Mode

Key idea

The cluster gives you many GPUs; the framework lets them cooperate. Data parallel: same model on each GPU, different data, all-reduce gradients. Model parallel: split the model across GPUs. FSDP / ZeRO: shard both. The right choice depends on what fits — and "what fits" is the main constraint.

Data parallel (DDP). The default. Each GPU has a full copy of the model. They process different batches, then all-reduce gradients. Easy to set up, scales well for models that fit on one GPU.

FSDP (Fully Sharded Data Parallel). Shards parameters, gradients, and optimizer state across GPUs. Lets you train models that wouldn't fit on a single GPU. Built into PyTorch; DeepSpeed's ZeRO has comparable functionality.

Tensor / model parallel. Split individual layers across GPUs. Used for very large models where even FSDP is insufficient. Megatron, FairScale. Most teams don't need this.

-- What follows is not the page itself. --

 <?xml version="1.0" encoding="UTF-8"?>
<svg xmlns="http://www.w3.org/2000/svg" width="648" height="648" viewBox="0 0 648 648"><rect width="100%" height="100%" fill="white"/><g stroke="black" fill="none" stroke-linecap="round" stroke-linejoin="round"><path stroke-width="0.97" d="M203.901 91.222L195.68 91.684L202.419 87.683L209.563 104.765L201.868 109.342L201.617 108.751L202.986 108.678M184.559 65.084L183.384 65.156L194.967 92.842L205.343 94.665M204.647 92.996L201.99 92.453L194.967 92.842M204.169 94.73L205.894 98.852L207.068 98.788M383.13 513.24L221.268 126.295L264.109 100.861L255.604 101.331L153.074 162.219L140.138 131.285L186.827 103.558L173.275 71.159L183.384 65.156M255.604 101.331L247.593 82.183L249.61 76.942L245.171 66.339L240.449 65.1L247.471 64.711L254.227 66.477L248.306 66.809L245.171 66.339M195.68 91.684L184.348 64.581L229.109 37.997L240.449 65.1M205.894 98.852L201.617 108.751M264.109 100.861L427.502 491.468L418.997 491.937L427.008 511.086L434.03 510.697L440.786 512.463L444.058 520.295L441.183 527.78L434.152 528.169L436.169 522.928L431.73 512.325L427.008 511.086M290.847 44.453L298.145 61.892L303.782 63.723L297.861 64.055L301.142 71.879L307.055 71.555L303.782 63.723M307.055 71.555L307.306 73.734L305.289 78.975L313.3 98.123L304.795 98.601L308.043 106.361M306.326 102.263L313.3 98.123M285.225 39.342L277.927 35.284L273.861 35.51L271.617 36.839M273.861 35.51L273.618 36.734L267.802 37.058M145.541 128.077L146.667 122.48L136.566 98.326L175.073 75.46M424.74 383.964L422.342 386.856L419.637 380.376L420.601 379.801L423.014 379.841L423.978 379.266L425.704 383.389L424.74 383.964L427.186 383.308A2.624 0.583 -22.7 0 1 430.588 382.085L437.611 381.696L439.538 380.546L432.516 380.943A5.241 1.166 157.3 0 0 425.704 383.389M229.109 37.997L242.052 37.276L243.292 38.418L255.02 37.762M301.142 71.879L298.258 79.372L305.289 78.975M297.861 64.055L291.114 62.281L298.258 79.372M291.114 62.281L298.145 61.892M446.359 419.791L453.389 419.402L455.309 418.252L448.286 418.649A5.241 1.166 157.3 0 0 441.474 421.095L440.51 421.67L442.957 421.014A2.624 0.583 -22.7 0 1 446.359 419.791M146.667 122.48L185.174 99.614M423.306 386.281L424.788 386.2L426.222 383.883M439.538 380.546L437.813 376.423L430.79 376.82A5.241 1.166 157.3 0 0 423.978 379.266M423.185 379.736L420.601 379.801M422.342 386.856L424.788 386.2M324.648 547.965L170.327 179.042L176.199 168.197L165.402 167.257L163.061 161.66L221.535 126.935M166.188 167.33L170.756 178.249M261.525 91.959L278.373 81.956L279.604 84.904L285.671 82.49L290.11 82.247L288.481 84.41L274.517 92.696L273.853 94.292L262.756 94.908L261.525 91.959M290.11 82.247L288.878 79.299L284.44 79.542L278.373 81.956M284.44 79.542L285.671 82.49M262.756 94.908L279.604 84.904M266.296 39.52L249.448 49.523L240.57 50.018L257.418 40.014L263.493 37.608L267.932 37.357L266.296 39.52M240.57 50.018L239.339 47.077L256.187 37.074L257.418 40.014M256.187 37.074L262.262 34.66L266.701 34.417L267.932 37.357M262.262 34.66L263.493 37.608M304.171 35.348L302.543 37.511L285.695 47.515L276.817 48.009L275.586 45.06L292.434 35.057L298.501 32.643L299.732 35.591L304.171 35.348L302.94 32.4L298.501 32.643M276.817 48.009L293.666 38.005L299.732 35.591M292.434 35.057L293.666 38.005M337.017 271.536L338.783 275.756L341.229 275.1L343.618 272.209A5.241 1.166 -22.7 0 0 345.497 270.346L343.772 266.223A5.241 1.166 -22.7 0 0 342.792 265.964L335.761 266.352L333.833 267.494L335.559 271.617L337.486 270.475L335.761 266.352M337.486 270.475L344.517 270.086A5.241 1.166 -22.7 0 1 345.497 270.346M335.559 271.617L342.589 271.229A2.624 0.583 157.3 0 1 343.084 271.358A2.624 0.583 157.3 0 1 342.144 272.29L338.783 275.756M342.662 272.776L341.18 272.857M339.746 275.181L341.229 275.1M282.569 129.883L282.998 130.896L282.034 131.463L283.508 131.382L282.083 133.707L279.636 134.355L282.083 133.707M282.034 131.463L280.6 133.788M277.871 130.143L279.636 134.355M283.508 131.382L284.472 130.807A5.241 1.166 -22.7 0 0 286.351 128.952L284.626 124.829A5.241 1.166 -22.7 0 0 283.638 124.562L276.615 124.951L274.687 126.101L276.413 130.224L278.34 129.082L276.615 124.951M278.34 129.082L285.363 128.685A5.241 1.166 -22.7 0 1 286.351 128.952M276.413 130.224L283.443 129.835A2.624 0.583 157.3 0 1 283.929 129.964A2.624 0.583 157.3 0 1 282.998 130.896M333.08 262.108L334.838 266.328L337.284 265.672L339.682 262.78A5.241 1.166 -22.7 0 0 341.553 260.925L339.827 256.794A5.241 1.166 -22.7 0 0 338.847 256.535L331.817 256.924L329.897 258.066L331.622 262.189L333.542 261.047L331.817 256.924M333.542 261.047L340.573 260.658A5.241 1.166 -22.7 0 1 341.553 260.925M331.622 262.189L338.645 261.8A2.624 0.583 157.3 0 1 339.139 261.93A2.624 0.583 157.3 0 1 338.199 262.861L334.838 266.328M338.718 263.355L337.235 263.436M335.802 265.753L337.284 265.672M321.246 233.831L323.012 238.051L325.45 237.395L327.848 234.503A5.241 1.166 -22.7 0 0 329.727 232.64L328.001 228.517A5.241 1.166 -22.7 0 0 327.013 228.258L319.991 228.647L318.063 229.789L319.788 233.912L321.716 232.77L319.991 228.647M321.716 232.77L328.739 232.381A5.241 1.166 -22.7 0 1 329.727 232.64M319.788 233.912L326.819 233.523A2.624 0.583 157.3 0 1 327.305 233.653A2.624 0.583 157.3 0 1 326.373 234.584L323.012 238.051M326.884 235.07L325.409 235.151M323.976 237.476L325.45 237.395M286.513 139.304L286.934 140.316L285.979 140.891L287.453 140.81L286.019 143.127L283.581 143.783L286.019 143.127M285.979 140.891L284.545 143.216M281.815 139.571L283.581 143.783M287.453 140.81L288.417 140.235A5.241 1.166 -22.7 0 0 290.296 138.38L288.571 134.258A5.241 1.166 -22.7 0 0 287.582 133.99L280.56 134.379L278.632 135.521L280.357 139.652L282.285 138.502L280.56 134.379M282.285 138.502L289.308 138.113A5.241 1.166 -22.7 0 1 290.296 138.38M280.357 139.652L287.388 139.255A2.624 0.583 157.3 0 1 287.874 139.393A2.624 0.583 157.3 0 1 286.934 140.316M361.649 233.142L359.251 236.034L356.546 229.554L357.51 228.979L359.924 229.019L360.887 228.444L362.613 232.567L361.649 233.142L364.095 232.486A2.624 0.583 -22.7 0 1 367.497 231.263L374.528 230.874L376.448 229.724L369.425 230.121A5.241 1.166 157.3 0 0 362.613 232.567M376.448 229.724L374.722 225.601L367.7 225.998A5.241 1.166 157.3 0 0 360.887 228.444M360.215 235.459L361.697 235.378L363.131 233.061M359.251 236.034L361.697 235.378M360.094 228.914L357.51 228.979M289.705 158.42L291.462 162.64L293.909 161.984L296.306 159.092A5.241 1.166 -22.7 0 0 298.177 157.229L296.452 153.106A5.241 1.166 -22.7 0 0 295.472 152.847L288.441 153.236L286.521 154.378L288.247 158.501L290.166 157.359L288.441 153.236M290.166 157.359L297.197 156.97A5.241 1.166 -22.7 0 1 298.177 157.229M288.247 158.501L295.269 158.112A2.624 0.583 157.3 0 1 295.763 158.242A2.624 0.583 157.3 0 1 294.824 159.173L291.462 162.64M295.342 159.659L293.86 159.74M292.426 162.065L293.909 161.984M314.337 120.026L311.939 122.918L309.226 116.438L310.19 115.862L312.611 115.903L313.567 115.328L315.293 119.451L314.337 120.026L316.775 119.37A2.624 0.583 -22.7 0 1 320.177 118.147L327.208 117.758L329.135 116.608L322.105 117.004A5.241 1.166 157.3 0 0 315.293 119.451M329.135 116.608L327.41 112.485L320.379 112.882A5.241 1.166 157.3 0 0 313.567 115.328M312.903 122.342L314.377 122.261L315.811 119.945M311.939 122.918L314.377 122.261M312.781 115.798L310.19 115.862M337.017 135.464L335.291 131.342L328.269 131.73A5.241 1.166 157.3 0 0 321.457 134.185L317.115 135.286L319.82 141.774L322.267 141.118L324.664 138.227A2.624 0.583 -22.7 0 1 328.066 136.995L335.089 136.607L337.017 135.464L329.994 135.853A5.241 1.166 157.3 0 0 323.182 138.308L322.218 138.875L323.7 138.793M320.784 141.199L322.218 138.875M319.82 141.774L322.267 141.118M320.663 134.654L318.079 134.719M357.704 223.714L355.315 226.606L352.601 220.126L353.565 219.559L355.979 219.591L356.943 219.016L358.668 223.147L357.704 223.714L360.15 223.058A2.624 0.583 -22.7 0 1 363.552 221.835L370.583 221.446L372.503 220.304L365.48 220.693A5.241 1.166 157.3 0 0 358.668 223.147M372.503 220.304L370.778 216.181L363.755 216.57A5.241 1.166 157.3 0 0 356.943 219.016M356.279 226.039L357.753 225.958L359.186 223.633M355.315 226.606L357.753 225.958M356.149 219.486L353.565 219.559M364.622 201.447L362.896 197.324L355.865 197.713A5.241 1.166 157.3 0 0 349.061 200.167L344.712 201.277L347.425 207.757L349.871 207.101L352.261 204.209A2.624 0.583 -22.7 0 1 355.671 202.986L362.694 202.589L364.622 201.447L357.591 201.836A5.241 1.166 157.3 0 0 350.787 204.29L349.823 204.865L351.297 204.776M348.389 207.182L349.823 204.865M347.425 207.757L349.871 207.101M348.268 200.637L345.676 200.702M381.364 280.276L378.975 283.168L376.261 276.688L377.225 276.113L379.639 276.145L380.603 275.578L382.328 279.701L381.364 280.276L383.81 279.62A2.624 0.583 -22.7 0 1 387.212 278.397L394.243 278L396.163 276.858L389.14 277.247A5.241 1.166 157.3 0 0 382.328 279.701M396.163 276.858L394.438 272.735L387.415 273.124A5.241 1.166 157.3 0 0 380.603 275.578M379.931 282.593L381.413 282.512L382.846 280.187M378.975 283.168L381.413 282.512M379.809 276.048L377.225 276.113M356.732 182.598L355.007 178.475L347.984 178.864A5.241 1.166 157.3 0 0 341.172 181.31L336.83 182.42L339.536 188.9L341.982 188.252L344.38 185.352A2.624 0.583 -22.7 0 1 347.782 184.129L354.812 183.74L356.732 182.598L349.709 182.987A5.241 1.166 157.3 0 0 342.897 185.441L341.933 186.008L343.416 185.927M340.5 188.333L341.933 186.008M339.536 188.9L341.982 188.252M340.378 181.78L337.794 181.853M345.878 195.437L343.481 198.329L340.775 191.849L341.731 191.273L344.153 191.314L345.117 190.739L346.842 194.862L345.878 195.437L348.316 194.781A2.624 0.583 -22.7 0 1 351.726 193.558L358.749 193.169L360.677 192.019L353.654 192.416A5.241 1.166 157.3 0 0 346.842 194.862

Pipeline parallel. Run different layers on different GPUs, pipelined. GPipe, PipeDream. Useful when one model doesn't fit but a layer does.

Pick by model size

  • < 1 GPU fits: don't bother distributed — single GPU is simplest
  • Model fits, want more throughput: DDP
  • Model nearly fits: FSDP / ZeRO-2
  • Model too big for any GPU: FSDP + activation checkpointing + sometimes tensor parallel
  • Hundreds of GPUs: 2D / 3D parallelism (DDP × FSDP × pipeline)

Common pitfalls

  • Different seeds per rank → ranks diverge silently
  • Logging from all ranks → step counter inflated by world_size
  • Batch norm with global stats vs per-rank → wrong stats in distributed
  • Saving from rank ≠ 0 → race conditions, corrupted checkpoints

import torch
import torch.distributed as dist
from torch.nn.parallel import DistributedDataParallel as DDP
from torch.utils.data.distributed import DistributedSampler

def setup_ddp():
    dist.init_process_group("nccl")     # NCCL for NVIDIA, gloo for CPU
    rank = dist.get_rank()
    torch.cuda.set_device(rank)
    return rank

def train(rank):
    model = MyNet().cuda(rank)
    model = DDP(model, device_ids=[rank])
    sampler = DistributedSampler(dataset, num_replicas=dist.get_world_size(),
                                  rank=rank, shuffle=True)
    loader  = DataLoader(dataset, batch_size=64, sampler=sampler, num_workers=4)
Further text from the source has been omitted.